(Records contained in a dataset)
____

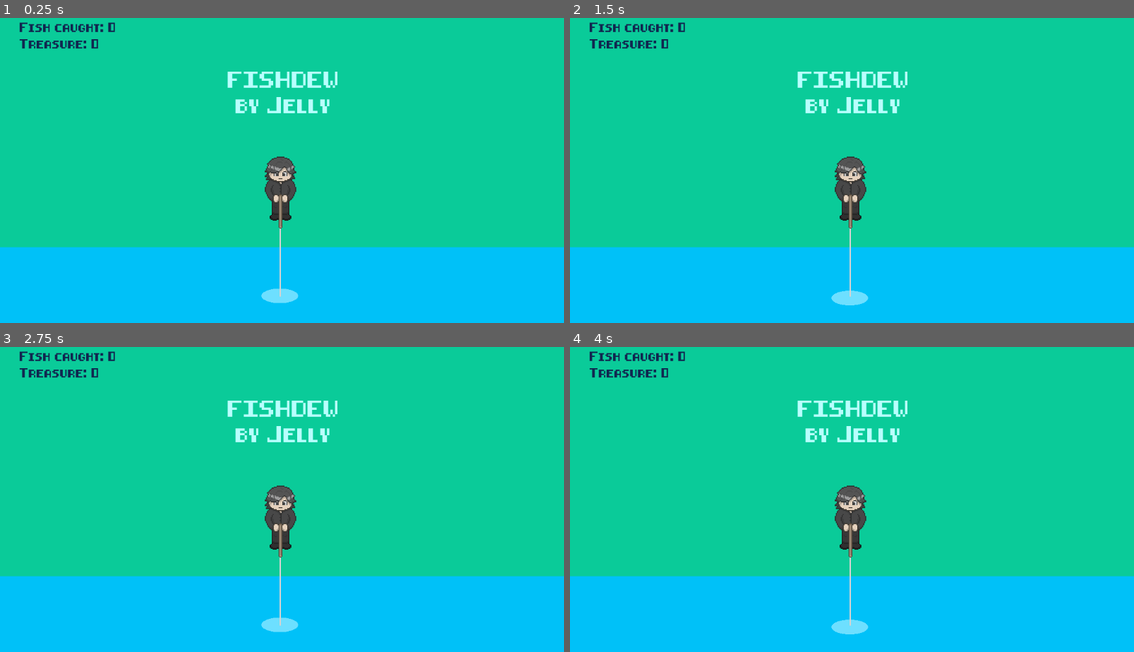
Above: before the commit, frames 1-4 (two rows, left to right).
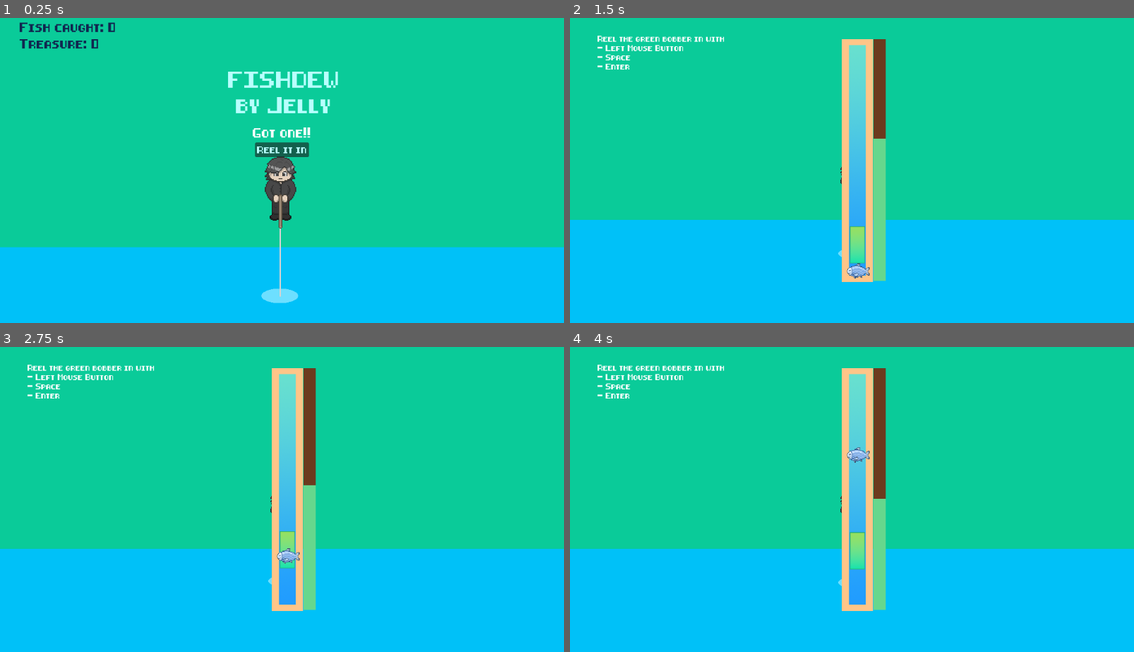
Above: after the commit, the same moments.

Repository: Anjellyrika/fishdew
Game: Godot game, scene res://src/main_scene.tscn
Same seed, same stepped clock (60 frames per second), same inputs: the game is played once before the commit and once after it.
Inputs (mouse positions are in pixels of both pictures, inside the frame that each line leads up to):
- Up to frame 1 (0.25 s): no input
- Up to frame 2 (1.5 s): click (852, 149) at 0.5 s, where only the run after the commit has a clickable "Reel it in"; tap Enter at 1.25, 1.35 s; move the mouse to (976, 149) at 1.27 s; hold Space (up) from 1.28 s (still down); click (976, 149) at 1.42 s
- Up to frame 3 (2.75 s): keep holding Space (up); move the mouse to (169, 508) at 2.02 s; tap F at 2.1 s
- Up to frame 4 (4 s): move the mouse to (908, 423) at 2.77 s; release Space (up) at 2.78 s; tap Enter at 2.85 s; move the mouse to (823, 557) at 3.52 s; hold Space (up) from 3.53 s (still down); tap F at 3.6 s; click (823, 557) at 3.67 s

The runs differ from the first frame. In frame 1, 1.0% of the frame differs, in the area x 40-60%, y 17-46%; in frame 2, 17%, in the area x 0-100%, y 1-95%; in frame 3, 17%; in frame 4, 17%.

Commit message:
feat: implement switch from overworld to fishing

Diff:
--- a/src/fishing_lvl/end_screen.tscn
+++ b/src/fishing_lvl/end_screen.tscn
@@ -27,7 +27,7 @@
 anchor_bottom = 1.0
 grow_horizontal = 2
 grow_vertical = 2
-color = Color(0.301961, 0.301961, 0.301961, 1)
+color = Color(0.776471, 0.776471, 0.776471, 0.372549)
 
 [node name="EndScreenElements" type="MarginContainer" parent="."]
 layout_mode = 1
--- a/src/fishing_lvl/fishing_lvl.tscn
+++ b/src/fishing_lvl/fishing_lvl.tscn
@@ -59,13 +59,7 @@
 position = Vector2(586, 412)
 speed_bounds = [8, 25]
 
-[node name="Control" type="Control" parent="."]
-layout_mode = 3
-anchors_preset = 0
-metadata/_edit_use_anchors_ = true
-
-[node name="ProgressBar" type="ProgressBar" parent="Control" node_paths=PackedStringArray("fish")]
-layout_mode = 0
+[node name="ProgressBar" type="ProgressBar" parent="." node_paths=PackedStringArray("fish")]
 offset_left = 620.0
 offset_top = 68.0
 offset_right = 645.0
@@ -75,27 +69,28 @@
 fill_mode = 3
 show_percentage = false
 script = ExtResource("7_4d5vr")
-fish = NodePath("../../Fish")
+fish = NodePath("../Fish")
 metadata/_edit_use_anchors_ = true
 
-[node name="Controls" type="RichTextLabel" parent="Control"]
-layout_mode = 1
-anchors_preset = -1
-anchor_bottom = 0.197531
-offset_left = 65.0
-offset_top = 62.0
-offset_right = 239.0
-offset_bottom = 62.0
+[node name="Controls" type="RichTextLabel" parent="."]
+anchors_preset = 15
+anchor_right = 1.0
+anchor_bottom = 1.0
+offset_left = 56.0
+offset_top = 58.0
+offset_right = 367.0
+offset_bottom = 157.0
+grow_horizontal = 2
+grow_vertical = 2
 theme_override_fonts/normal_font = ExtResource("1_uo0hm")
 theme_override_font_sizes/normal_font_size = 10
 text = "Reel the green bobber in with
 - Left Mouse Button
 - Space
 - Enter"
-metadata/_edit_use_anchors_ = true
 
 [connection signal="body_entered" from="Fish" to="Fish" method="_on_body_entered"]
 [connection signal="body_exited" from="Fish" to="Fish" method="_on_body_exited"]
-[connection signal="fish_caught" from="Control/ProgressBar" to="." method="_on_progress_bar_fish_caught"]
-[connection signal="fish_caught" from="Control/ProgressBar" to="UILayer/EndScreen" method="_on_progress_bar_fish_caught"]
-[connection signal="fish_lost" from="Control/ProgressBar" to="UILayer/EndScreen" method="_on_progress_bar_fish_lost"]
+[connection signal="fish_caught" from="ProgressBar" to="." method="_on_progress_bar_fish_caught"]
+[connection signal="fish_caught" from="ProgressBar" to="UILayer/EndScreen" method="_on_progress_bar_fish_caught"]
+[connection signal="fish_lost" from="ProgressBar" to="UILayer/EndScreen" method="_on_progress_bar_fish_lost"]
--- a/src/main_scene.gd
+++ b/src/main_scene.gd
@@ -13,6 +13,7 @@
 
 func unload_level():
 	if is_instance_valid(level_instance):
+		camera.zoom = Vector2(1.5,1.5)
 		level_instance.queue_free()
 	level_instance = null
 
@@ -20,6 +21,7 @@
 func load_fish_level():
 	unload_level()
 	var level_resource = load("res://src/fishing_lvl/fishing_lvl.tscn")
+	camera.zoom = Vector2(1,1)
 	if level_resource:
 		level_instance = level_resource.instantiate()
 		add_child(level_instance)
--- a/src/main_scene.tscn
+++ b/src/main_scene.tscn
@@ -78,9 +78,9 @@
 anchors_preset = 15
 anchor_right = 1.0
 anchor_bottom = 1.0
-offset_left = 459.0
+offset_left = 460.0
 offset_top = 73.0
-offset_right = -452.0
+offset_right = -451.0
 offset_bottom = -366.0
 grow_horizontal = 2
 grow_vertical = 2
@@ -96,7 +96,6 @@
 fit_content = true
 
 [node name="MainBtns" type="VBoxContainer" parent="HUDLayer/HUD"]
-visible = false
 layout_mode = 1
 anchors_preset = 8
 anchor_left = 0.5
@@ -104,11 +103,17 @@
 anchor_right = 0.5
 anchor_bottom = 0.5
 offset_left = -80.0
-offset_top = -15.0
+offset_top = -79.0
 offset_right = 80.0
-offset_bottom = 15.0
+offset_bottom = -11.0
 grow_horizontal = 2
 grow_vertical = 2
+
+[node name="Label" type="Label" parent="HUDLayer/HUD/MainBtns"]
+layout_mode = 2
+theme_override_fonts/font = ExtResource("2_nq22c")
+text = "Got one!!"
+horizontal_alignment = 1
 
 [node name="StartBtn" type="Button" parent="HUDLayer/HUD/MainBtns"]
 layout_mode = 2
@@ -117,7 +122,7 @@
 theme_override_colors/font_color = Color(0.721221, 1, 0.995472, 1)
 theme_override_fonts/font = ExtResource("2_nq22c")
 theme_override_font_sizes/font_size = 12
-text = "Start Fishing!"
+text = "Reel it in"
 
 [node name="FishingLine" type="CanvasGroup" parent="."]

____

Please write out all the data word for word, but keep every picture out.

## Result of the exercise
Above: before the commit, frames 1-4 (two rows, left to right).
Above: after the commit, the same moments.

Repository: Anjellyrika/fishdew
Game: Godot game, scene res://src/main_scene.tscn
Same seed, same stepped clock (60 frames per second), same inputs: the game is played once before the commit and once after it.
Inputs (mouse positions are in pixels of both pictures, inside the frame that each line leads up to):
- Up to frame 1 (0.25 s): no input
- Up to frame 2 (1.5 s): click (852, 149) at 0.5 s, where only the run after the commit has a clickable "Reel it in"; tap Enter at 1.25, 1.35 s; move the mouse to (976, 149) at 1.27 s; hold Space (up) from 1.28 s (still down); click (976, 149) at 1.42 s
- Up to frame 3 (2.75 s): keep holding Space (up); move the mouse to (169, 508) at 2.02 s; tap F at 2.1 s
- Up to frame 4 (4 s): move the mouse to (908, 423) at 2.77 s; release Space (up) at 2.78 s; tap Enter at 2.85 s; move the mouse to (823, 557) at 3.52 s; hold Space (up) from 3.53 s (still down); tap F at 3.6 s; click (823, 557) at 3.67 s

The runs differ from the first frame. In frame 1, 1.0% of the frame differs, in the area x 40-60%, y 17-46%; in frame 2, 17%, in the area x 0-100%, y 1-95%; in frame 3, 17%; in frame 4, 17%.

Commit message:
feat: implement switch from overworld to fishing

Diff:
--- a/src/fishing_lvl/end_screen.tscn
+++ b/src/fishing_lvl/end_screen.tscn
@@ -27,7 +27,7 @@
 anchor_bottom = 1.0
 grow_horizontal = 2
 grow_vertical = 2
-color = Color(0.301961, 0.301961, 0.301961, 1)
+color = Color(0.776471, 0.776471, 0.776471, 0.372549)
 
 [node name="EndScreenElements" type="MarginContainer" parent="."]
 layout_mode = 1
--- a/src/fishing_lvl/fishing_lvl.tscn
+++ b/src/fishing_lvl/fishing_lvl.tscn
@@ -59,13 +59,7 @@
 position = Vector2(586, 412)
 speed_bounds = [8, 25]
 
-[node name="Control" type="Control" parent="."]
-layout_mode = 3
-anchors_preset = 0
-metadata/_edit_use_anchors_ = true
-
-[node name="ProgressBar" type="ProgressBar" parent="Control" node_paths=PackedStringArray("fish")]
-layout_mode = 0
+[node name="ProgressBar" type="ProgressBar" parent="." node_paths=PackedStringArray("fish")]
 offset_left = 620.0
 offset_top = 68.0
 offset_right = 645.0
@@ -75,27 +69,28 @@
 fill_mode = 3
 show_percentage = false
 script = ExtResource("7_4d5vr")
-fish = NodePath("../../Fish")
+fish = NodePath("../Fish")
 metadata/_edit_use_anchors_ = true
 
-[node name="Controls" type="RichTextLabel" parent="Control"]
-layout_mode = 1
-anchors_preset = -1
-anchor_bottom = 0.197531
-offset_left = 65.0
-offset_top = 62.0
-offset_right = 239.0
-offset_bottom = 62.0
+[node name="Controls" type="RichTextLabel" parent="."]
+anchors_preset = 15
+anchor_right = 1.0
+anchor_bottom = 1.0
+offset_left = 56.0
+offset_top = 58.0
+offset_right = 367.0
+offset_bottom = 157.0
+grow_horizontal = 2
+grow_vertical = 2
 theme_override_fonts/normal_font = ExtResource("1_uo0hm")
 theme_override_font_sizes/normal_font_size = 10
 text = "Reel the green bobber in with
 - Left Mouse Button
 - Space
 - Enter"
-metadata/_edit_use_anchors_ = true
 
 [connection signal="body_entered" from="Fish" to="Fish" method="_on_body_entered"]
 [connection signal="body_exited" from="Fish" to="Fish" method="_on_body_exited"]
-[connection signal="fish_caught" from="Control/ProgressBar" to="." method="_on_progress_bar_fish_caught"]
-[connection signal="fish_caught" from="Control/ProgressBar" to="UILayer/EndScreen" method="_on_progress_bar_fish_caught"]
-[connection signal="fish_lost" from="Control/ProgressBar" to="UILayer/EndScreen" method="_on_progress_bar_fish_lost"]
+[connection signal="fish_caught" from="ProgressBar" to="." method="_on_progress_bar_fish_caught"]
+[connection signal="fish_caught" from="ProgressBar" to="UILayer/EndScreen" method="_on_progress_bar_fish_caught"]
+[connection signal="fish_lost" from="ProgressBar" to="UILayer/EndScreen" method="_on_progress_bar_fish_lost"]
--- a/src/main_scene.gd
+++ b/src/main_scene.gd
@@ -13,6 +13,7 @@
 
 func unload_level():
 	if is_instance_valid(level_instance):
+		camera.zoom = Vector2(1.5,1.5)
 		level_instance.queue_free()
 	level_instance = null
 
@@ -20,6 +21,7 @@
 func load_fish_level():
 	unload_level()
 	var level_resource = load("res://src/fishing_lvl/fishing_lvl.tscn")
+	camera.zoom = Vector2(1,1)
 	if level_resource:
 		level_instance = level_resource.instantiate()
 		add_child(level_instance)
--- a/src/main_scene.tscn
+++ b/src/main_scene.tscn
@@ -78,9 +78,9 @@
 anchors_preset = 15
 anchor_right = 1.0
 anchor_bottom = 1.0
-offset_left = 459.0
+offset_left = 460.0
 offset_top = 73.0
-offset_right = -452.0
+offset_right = -451.0
 offset_bottom = -366.0
 grow_horizontal = 2
 grow_vertical = 2
@@ -96,7 +96,6 @@
 fit_content = true
 
 [node name="MainBtns" type="VBoxContainer" parent="HUDLayer/HUD"]
-visible = false
 layout_mode = 1
 anchors_preset = 8
 anchor_left = 0.5
@@ -104,11 +103,17 @@
 anchor_right = 0.5
 anchor_bottom = 0.5
 offset_left = -80.0
-offset_top = -15.0
+offset_top = -79.0
 offset_right = 80.0
-offset_bottom = 15.0
+offset_bottom = -11.0
 grow_horizontal = 2
 grow_vertical = 2
+
+[node name="Label" type="Label" parent="HUDLayer/HUD/MainBtns"]
+layout_mode = 2
+theme_override_fonts/font = ExtResource("2_nq22c")
+text = "Got one!!"
+horizontal_alignment = 1
 
 [node name="StartBtn" type="Button" parent="HUDLayer/HUD/MainBtns"]
 layout_mode = 2
@@ -117,7 +122,7 @@
 theme_override_colors/font_color = Color(0.721221, 1, 0.995472, 1)
 theme_override_fonts/font = ExtResource("2_nq22c")
 theme_override_font_sizes/font_size = 12
-text = "Start Fishing!"
+text = "Reel it in"
 
 [node name="FishingLine" type="CanvasGroup" parent="."]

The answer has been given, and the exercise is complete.